My big takeaway from this paper is that if you can show that your model is equivariant with respect to the input data, it is more likely to generalize well. This is very useful because models that are able to generalize will provide better predictions in novel conditions, and they will be more sample efficient [1]. This helps me answer my question from last week which is: why is model equivariance useful?
Paper 2: Attention Is All You Need by Vaswani et al. [2]
I think this is a pretty significant landmark paper that introduced the Transformer to the deep learning community in 2017. The central argument in this paper is that only the attention mechanism, commonly found in CNNs, RNNs and LSTMs, is necessary to complete sequence transduction modeling activities. The authors argue that the Transformer is a much simpler architecture than its competitors, and thus is much faster and cheaper to train while achieving comparable performance. They demonstrate their model’s efficacy with translation tasks [2].
I need to get a better handle on the mathematical underpinnings of attention in neural networks, but I think the fundamental idea is that attention is akin to taking the dot product between a query and the key of a key-value pair. This result is then scaled and passed through the softmax function: this becomes the weights applied to the values of the key-value pairs. The transformer still has an encoder and decoder (similar to the architecture of a CNN, for example) and we perform this attention operation over every input to the encoder and over every intermediate layer’s output from the encoder, and so on through the decoder (there is masking in some layers of the decoder to capture the sequential nature of the input data) [2].

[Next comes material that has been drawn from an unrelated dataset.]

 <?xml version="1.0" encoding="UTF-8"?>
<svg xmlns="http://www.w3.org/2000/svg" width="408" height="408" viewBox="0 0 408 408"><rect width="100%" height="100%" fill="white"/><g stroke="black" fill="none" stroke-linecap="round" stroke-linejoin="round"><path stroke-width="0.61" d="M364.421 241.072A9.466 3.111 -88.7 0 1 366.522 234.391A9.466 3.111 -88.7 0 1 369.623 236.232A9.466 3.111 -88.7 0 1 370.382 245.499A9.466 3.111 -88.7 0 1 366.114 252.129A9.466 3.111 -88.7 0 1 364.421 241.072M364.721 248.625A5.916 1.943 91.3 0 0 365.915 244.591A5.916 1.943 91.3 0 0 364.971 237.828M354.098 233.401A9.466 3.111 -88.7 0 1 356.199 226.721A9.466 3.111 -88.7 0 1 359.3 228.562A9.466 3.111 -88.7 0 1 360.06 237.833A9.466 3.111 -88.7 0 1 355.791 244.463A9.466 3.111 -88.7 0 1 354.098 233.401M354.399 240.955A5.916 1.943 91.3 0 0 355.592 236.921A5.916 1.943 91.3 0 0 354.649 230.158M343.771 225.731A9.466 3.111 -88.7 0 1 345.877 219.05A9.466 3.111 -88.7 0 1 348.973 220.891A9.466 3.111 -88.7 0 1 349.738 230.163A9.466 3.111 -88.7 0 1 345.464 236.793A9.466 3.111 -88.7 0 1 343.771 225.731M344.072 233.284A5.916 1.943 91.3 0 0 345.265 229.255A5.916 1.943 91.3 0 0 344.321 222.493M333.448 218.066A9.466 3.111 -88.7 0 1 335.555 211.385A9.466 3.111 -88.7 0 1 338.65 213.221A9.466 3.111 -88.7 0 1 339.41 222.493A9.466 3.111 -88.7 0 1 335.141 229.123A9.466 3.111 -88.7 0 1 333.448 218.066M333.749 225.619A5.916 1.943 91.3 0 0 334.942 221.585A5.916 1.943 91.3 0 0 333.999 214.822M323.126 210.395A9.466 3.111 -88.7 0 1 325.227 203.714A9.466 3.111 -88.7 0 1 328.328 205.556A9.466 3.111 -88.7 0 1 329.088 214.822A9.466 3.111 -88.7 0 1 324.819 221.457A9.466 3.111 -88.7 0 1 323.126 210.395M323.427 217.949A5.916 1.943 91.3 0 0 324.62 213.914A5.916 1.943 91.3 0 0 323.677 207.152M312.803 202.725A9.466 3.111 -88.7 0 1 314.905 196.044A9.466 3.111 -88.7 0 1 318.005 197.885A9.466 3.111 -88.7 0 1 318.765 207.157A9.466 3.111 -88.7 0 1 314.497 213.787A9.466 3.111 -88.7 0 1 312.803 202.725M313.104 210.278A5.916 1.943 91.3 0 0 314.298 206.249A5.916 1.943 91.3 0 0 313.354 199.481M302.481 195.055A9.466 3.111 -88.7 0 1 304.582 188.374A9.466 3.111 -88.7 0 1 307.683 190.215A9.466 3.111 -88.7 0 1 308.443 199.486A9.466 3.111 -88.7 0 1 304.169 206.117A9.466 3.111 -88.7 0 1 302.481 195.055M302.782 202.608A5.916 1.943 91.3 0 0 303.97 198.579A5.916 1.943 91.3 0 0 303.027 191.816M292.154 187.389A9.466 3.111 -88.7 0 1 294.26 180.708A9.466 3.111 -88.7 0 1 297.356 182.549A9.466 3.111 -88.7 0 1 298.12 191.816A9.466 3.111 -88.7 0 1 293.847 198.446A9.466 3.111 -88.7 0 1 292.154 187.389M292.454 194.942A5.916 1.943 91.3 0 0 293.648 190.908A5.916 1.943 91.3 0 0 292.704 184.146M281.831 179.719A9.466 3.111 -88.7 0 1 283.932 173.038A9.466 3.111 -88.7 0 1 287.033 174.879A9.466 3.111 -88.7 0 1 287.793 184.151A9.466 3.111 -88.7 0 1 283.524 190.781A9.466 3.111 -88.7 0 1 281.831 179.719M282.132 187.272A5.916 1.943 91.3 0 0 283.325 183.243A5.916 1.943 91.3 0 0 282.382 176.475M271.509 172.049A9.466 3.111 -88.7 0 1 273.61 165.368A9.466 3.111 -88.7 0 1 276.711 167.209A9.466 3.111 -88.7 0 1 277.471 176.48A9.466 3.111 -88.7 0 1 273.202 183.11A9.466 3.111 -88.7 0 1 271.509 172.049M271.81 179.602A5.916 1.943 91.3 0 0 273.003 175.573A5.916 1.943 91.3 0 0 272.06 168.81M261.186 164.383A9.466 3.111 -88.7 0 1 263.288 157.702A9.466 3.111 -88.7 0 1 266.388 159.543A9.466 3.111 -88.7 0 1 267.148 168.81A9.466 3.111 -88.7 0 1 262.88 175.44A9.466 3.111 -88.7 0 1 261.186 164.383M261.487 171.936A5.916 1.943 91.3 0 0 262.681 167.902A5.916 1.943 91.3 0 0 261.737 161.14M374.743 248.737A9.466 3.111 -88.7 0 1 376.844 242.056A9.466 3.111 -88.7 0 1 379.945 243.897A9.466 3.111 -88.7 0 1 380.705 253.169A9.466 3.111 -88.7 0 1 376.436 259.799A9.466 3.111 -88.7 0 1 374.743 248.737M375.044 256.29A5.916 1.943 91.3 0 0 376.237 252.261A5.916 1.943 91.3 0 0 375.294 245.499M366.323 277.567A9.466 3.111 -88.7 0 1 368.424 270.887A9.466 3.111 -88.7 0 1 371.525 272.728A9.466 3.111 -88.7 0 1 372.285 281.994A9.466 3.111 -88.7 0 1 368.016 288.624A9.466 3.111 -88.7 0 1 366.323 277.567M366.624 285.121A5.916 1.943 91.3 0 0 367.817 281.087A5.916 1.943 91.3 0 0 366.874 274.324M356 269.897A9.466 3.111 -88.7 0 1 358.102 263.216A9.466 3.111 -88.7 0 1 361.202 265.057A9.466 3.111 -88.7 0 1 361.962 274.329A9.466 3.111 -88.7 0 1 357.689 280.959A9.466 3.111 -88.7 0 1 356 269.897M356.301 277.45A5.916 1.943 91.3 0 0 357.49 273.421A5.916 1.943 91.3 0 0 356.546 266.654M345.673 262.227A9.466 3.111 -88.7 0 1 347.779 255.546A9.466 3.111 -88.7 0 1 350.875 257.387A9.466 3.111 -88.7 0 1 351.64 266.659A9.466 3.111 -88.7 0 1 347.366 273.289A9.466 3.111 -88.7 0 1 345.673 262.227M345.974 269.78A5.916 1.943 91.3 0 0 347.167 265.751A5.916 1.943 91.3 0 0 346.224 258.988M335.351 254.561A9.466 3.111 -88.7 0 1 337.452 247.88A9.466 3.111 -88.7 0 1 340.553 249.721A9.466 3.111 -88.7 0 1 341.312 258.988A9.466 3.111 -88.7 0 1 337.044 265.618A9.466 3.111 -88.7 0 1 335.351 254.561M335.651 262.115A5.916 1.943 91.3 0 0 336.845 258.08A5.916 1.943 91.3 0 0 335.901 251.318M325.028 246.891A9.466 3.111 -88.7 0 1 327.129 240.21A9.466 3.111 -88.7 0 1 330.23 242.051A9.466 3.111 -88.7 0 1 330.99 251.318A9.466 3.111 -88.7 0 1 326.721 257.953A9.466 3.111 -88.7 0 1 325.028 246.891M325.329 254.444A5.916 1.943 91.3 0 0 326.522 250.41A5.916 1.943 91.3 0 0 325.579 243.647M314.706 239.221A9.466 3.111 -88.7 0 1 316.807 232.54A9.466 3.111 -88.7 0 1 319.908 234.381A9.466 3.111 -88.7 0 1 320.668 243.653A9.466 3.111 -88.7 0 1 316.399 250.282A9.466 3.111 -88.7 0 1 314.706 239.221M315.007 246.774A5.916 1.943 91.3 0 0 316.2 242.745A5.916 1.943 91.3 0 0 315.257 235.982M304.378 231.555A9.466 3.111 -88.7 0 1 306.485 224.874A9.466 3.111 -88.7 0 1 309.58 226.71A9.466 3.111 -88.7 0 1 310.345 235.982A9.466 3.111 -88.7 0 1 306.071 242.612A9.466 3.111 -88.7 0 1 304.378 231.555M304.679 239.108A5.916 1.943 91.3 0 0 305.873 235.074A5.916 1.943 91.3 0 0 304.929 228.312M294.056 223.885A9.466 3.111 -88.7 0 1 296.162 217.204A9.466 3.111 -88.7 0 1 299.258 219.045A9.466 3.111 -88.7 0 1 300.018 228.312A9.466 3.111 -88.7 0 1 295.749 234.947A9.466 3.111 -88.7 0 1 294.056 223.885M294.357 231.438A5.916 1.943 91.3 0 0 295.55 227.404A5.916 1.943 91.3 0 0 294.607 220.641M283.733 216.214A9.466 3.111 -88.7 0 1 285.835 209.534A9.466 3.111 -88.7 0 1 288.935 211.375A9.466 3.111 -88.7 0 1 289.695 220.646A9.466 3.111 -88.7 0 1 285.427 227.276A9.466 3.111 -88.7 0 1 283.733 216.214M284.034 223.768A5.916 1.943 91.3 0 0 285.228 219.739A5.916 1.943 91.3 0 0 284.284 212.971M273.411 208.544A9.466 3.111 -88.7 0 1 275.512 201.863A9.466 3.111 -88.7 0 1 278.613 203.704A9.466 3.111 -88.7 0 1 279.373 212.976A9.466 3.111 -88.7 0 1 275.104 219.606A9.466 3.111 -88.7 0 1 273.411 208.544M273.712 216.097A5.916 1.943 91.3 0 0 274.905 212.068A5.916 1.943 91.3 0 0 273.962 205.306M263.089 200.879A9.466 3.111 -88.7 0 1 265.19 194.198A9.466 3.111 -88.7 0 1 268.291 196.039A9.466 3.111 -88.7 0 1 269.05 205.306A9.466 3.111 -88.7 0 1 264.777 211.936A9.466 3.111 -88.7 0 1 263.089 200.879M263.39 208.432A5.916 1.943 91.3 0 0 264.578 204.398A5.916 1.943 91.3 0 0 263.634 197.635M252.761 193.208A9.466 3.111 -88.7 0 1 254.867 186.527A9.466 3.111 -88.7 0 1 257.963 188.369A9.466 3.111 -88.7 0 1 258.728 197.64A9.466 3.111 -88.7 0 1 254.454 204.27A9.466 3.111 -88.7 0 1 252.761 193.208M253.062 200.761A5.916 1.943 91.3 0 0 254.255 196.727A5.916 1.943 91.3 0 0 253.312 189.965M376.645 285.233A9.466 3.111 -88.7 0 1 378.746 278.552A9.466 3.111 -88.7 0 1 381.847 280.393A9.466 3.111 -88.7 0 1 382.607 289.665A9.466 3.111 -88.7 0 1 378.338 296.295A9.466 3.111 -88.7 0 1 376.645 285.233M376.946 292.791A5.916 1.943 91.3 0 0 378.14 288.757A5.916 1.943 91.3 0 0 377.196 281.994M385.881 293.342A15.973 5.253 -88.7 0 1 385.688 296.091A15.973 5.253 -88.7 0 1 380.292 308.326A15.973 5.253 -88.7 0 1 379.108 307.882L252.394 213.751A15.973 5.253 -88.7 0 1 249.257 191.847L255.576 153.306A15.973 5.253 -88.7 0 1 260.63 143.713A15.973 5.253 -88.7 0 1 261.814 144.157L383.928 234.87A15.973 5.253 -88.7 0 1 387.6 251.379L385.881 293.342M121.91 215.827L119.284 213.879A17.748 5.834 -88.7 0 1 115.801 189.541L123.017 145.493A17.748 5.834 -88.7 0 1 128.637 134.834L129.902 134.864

I think that the overall idea is that by computing these dot products (i.e. projecting a vector onto different bases) we are finding the connections between every input value and every other input value. Ultimately we find the strong connections that help us complete the task at hand.
## References:
[1] Walters, R., Li, J., & Yu, R. (2020). Trajectory Prediction using Equivariant Continuous Convolution. http://arxiv.org/abs/2010.11344
[2] Ashish Vaswani, Noam Shazeer, Niki Parmar, Jakob Uszkoreit, Llion Jones, Aidan N. Gomez, Łukasz Kaiser, and Illia Polosukhin. 2017. Attention is all you need. In Proceedings of the 31st International Conference on Neural Information Processing Systems (NIPS’17). Curran Associates Inc., Red Hook, NY, USA, 6000–6010.